Kami of Ebb Tides2U
Creature — Spirit [C]
Ki bleed (This enters the battlefield with a ki counter on it. Remove the counter as a cost for it to attack or block.) T: Look at the top two cards of your library. Put one of them into your graveyard.
[2/4]
Ashfall Kami3R
Creature — Spirit [C]
Ki bleed (This enters the battlefield with a ki counter on it. Remove the counter as a cost for it to attack or block.) T: Ashfall Kami deals 1 damage to each opponent.
[4/3]
Driftwood Kami1G
Creature — Spirit [C]
Ki bleed (This enters the battlefield with a ki counter on it. Remove the counter as a cost for it to attack or block.) T: Add G to your mana pool.
[3/2]
Souls' Eclipse1B
Instant [U]
Remove a ki counter from each permanent your opponents control.
Draw a card.
Mistress of InsanityBB
Creature — Human Ninja [R]
Ninjutsu B(B, Return an unblocked attacker you control to hand: Put this card onto the battlefield from your hand tapped and attacking.)
Whenever Mistress of Insanity deals combat damage to a player, you may sacrifice it. If you do, that player reveals his or her hand and you choose a nonland card from it. Exile that card.
[2/2]
EDIT: Changed the ki bleed reminder text. Was "It can't attack or block unless you remove a ki counter."

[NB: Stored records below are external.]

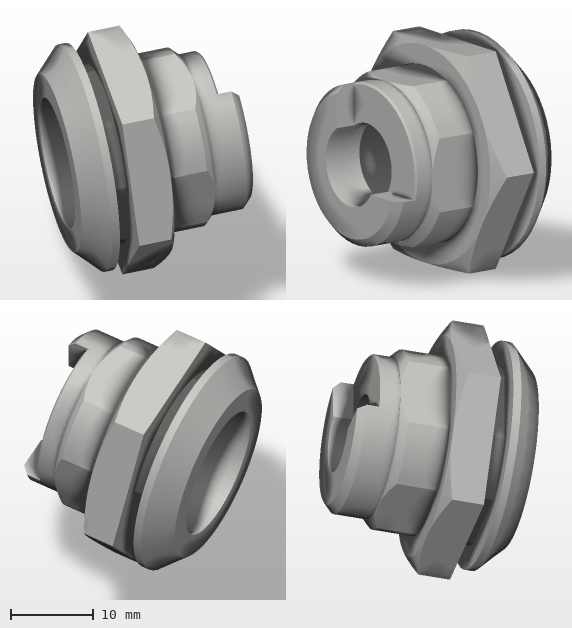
import cadquery as cq
import math


rim_start = 3.0
flange_back = 4.0
shank_end = 17.0
bushing_length = 22.0

front_face_radius = 11.0
flange_radius = 14.0
shank_radius = 11.0
shank_across_flats = 20.02
shank_chamfer = shank_radius - shank_across_flats / 2
collar_radius = 9.9
collar_chamfer = 1.0
bore_radius = 5.0
counterbore_radius = 8.08
counterbore_depth = shank_end

notch_depth = 2.55
notch_offset = 2.65
notch_rim_chamfer = 0.25

nut_corner_diameter = 31.18
nut_across_flats = nut_corner_diameter * math.cos(math.pi / 6)
nut_front = 6.0
nut_thickness = 5.0
nut_chamfer_height = 1.03


def cylinder(radius, start, end):
    """Cylinder about the Y axis between two stations."""
    return cq.Workplane("XZ", origin=(0, start, 0)).circle(radius).extrude(start - end)


def revolved(profile):
    """Revolve a closed outline of (radius, station) points about the Y axis."""
    return cq.Workplane("XY").polyline(profile).close().revolve(360, (0, 0, 0), (0, 1, 0))


def make_flange():
    return revolved([
        (0, 0),
        (front_face_radius, 0),
        (flange_radius, rim_start),
        (flange_radius, flange_back),
        (0, flange_back),
    ])


def make_shank():
    """Round shank with four flats and a chamfered rear end."""
    round_shank = cylinder(shank_radius, flange_back, shank_end).faces(">Y").chamfer(shank_chamfer)
    square = cq.Workplane("XY").box(
        shank_across_flats, shank_end, shank_across_flats, centered=(True, False, True)
    )
    return round_shank.intersect(square)


def make_collar():
    """Chamfered rear collar, notched over the -X, +Z corner."""
    notch_floor = bushing_length - notch_depth
    full_collar = cylinder(collar_radius, shank_end, bushing_length).faces(">Y").chamfer(collar_chamfer)
    low_collar = cylinder(collar_radius, shank_end, notch_floor).faces(">Y").chamfer(notch_rim_chamfer)
    notch_size = collar_radius + notch_offset
    notch = (
        cq.Workplane("XY")
        .box(notch_size, notch_depth + notch_rim_chamfer, notch_size, centered=False)
        .translate((-collar_radius, notch_floor - notch_rim_chamfer, -notch_offset))
    )
    return full_collar.cut(notch).union(low_collar)


def make_bushing():
    bore = cylinder(bore_radius, 0, bushing_length)
    counterbore = cylinder(counterbore_radius, 0, counterbore_depth)
    return make_flange().union(make_shank()).union(make_collar()).cut(bore).cut(counterbore)


def make_nut():
    """Hexagonal nut with its rear corners chamfered, bored to fit the shank."""
    nut_back = nut_front + nut_thickness
    corner_radius = nut_corner_diameter / 2
    hexagon = (
        cq.Workplane("XZ", origin=(0, nut_front, 0))
        .polygon(6, nut_corner_diameter)
        .extrude(-nut_thickness)
    )
    chamfer_envelope = revolved([
        (0, nut_front),
        (corner_radius, nut_front),
        (corner_radius, nut_back - nut_chamfer_height),
        (nut_across_flats / 2, nut_back),
        (0, nut_back),
    ])
    return hexagon.intersect(chamfer_envelope).cut(cylinder(shank_radius, nut_front, nut_back))


bushing = make_bushing()
nut = make_nut()

result = cq.Compound.makeCompound([bushing.val(), nut.val()])

I misread this at first to think you needed some external effect to remove the ki counter. It still looks like the worst kind of mechanic: parasitic + drawback.

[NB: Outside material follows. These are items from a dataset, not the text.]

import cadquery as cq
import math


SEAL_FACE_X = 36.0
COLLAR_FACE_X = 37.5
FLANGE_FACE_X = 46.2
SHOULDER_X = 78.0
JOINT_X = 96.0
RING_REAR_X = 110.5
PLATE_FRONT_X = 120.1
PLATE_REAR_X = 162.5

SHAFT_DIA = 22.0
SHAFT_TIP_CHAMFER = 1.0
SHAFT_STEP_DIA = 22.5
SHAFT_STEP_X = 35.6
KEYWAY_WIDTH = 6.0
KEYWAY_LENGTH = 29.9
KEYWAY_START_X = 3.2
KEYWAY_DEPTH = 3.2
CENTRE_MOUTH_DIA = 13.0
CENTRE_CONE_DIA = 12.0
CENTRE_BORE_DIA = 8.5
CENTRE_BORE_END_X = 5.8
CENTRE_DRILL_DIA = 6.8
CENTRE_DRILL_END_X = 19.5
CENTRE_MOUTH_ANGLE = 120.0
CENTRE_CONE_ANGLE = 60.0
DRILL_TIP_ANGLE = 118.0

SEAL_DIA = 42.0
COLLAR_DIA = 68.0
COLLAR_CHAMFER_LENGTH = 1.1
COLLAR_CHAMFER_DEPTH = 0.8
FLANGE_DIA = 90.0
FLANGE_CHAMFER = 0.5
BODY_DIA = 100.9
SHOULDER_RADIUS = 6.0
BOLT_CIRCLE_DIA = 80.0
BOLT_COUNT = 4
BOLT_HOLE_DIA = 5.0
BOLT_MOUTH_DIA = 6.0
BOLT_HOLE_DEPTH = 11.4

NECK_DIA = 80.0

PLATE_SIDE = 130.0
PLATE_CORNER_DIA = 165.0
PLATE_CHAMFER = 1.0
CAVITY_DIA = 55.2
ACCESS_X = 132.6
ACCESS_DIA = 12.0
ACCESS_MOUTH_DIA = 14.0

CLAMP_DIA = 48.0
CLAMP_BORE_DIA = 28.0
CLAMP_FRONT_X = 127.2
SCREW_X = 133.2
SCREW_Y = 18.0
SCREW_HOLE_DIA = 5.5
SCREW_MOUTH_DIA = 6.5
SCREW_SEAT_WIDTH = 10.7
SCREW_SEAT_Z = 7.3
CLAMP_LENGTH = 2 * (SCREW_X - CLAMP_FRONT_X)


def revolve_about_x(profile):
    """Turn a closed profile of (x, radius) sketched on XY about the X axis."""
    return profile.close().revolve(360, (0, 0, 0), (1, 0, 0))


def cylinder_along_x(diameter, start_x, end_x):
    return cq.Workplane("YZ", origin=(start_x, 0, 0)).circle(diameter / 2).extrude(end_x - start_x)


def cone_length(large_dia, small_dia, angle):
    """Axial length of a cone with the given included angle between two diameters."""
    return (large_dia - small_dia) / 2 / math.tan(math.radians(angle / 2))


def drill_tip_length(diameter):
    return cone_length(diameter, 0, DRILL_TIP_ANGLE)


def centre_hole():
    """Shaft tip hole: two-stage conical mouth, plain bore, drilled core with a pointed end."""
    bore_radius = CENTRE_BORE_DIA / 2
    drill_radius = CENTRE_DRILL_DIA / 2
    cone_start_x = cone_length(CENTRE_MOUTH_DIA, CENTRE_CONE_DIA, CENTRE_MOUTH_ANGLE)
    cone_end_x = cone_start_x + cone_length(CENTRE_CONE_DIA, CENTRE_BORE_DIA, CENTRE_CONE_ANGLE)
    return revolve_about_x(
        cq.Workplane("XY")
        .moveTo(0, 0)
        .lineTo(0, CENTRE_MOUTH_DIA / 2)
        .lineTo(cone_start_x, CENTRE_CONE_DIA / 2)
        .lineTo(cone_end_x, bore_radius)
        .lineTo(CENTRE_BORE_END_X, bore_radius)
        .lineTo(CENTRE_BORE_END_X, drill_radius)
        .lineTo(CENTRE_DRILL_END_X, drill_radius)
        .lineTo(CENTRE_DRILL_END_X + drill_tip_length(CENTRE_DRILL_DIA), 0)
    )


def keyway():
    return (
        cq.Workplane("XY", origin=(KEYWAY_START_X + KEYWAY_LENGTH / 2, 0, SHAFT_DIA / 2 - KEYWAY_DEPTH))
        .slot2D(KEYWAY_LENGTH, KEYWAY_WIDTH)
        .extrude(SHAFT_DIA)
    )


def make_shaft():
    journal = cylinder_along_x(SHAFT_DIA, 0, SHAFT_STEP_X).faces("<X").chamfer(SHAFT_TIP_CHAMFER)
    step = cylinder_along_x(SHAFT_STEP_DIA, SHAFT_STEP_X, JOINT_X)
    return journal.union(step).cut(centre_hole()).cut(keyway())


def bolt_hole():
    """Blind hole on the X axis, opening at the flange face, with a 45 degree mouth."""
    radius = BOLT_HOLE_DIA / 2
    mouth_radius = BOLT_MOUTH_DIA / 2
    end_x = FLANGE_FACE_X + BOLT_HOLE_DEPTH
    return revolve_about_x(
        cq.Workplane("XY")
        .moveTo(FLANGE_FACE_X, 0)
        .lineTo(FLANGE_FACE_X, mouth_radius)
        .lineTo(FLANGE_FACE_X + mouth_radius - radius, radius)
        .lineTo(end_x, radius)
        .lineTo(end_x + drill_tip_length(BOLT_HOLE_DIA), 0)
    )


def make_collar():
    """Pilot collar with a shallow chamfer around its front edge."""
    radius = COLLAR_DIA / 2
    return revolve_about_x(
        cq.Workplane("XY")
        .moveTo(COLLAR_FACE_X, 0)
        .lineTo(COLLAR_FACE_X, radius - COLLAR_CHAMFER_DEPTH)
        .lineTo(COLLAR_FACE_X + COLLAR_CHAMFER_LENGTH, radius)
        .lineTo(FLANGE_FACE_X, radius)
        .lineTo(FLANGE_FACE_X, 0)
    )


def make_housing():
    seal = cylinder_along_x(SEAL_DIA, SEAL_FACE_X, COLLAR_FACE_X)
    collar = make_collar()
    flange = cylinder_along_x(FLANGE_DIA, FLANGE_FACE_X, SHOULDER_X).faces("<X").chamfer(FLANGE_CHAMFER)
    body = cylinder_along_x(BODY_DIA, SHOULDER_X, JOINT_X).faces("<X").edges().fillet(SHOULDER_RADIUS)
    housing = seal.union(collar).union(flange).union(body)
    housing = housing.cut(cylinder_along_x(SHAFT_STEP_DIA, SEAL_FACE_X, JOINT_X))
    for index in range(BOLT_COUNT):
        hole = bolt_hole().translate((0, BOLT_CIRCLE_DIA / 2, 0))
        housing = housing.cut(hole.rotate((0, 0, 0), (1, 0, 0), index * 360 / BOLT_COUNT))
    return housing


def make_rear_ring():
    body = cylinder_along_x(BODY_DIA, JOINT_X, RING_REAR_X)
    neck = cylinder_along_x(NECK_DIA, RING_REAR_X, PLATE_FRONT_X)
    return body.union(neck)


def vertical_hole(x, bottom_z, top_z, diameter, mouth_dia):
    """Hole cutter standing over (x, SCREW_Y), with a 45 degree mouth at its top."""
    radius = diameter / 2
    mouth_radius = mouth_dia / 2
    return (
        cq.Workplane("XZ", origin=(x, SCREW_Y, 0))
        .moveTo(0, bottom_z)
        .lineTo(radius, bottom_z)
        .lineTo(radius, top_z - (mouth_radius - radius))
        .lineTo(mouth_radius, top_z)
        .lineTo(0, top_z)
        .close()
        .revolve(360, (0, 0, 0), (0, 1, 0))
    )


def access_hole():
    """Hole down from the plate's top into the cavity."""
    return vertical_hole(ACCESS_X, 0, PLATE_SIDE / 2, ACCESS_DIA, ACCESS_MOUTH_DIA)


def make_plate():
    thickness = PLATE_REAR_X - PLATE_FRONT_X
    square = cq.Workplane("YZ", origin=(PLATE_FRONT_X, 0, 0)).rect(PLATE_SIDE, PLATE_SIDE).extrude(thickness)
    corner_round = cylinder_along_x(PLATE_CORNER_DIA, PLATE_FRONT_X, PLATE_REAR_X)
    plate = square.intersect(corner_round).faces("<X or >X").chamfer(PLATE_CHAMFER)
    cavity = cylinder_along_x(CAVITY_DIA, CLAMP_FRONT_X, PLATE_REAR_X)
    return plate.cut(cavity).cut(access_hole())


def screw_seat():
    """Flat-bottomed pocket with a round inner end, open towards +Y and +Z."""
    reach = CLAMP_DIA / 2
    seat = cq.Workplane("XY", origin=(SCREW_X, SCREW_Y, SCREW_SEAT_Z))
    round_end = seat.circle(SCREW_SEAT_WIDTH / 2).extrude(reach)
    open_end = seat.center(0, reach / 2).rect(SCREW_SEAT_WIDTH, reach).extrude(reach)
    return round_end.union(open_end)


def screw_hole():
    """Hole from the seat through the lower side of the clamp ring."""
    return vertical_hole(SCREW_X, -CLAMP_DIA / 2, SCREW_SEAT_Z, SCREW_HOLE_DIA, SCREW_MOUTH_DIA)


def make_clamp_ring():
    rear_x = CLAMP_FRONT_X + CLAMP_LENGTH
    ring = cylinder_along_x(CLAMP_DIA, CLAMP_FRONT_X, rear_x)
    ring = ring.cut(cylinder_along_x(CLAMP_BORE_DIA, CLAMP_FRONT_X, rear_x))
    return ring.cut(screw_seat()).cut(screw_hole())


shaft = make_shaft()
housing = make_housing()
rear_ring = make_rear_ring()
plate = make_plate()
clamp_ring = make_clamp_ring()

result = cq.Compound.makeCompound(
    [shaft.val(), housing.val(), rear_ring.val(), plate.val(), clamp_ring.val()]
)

Mistress of Insanity is a sweet counter to other Ninjutsu decks.
I misread this at first to think you needed some external effect to remove the ki counter. It still looks like the worst kind of mechanic: parasitic + drawback.
Drawback, yes. But what is parasitic about it?
I have not costed these expecting you to add more counters to them. I'm not sure it will even be possible in Block. One and done.
The counters share a name with counters that have appeared in Magic before. Therefore, if this is at all supposed to be an interesting mechanic worth building around (and a 3/2 mana dork is plenty exciting!), people will try.
And if this isn't, I expect a lot of analysis paralysis attacking into a board full of ki'd up Spirits, since it's hardly worth it to attack with these unless you have a lethal alpha strike.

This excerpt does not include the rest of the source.